--- About this exercise ---
If an entry holds a picture, leave that picture out and reproduce everything else exactly.

(Entries shown begins)

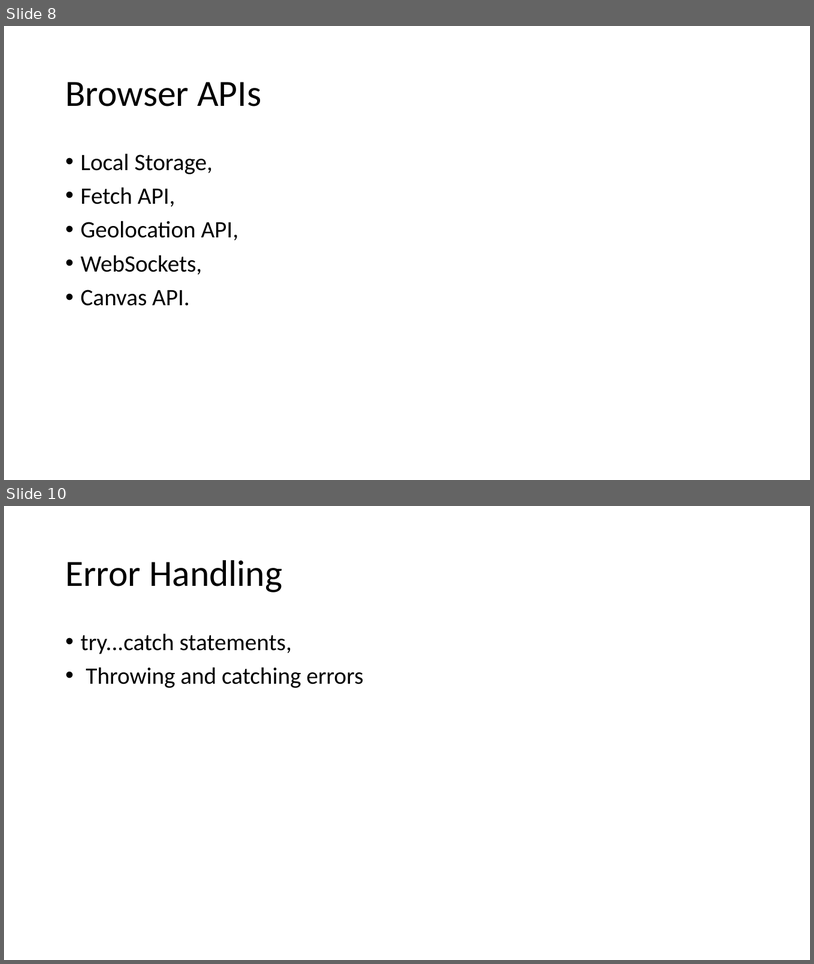
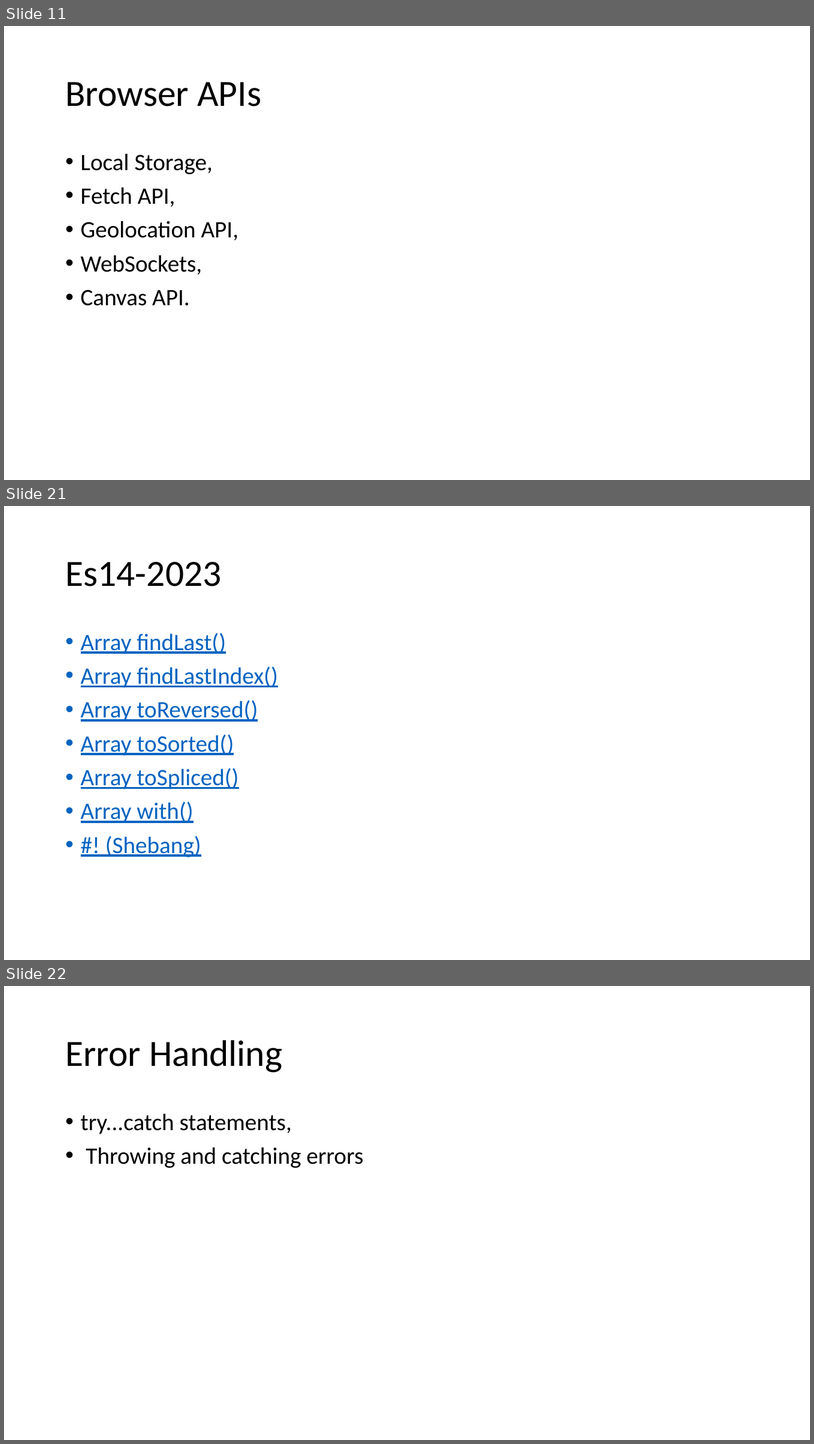
Before and after one commit to babumiya435/Portfolio, a slide deck: usp/Lstructure.pptx. Shown one above the other, each under a label of ours: slides 8 and 10 before the commit, slides 11, 21 and 22 after it; the slides between them are not shown. The pictures are 814x964 and 814x1444 pixels, drawn with LibreOffice and Linux fonts; fonts in the diff are those of the drawing. Boxes give left, top, right and bottom in pixels: in the first picture for what was removed or moved away, otherwise in the second. Text is boxed around its words. In the diff, an @@ line names an element or a change of style, - is before the commit and + after.

```diff
--- a/usp/Lstructure.pptx
+++ b/usp/Lstructure.pptx
@@ slide 21 added at (4,506,810,960), background #FFFFFF @@
@@ title added at (65,562,221,586), 44 pt, text #000000 @@
+Es14-2023
@@ text added at (81,633,278,857), 28 pt, text #0563C1, underline @@
+• Array findLast()
+• Array findLastIndex()
+• Array toReversed()
+• Array toSorted()
+• Array toSpliced()
+• Array with()
+• #! (Shebang)
@@ what was slide 8 is now slide 11 @@
@@ what was slide 10 is now slide 22 @@
```
Also in this commit, not shown: 8 slides changed, 11 other slides added.

(Entries shown ends)

--- Response area ---
Before and after one commit to babumiya435/Portfolio, a slide deck: usp/Lstructure.pptx. Shown one above the other, each under a label of ours: slides 8 and 10 before the commit, slides 11, 21 and 22 after it; the slides between them are not shown. The pictures are 814x964 and 814x1444 pixels, drawn with LibreOffice and Linux fonts; fonts in the diff are those of the drawing. Boxes give left, top, right and bottom in pixels: in the first picture for what was removed or moved away, otherwise in the second. Text is boxed around its words. In the diff, an @@ line names an element or a change of style, - is before the commit and + after.

```diff
--- a/usp/Lstructure.pptx
+++ b/usp/Lstructure.pptx
@@ slide 21 added at (4,506,810,960), background #FFFFFF @@
@@ title added at (65,562,221,586), 44 pt, text #000000 @@
+Es14-2023
@@ text added at (81,633,278,857), 28 pt, text #0563C1, underline @@
+• Array findLast()
+• Array findLastIndex()
+• Array toReversed()
+• Array toSorted()
+• Array toSpliced()
+• Array with()
+• #! (Shebang)
@@ what was slide 8 is now slide 11 @@
@@ what was slide 10 is now slide 22 @@
```
Also in this commit, not shown: 8 slides changed, 11 other slides added.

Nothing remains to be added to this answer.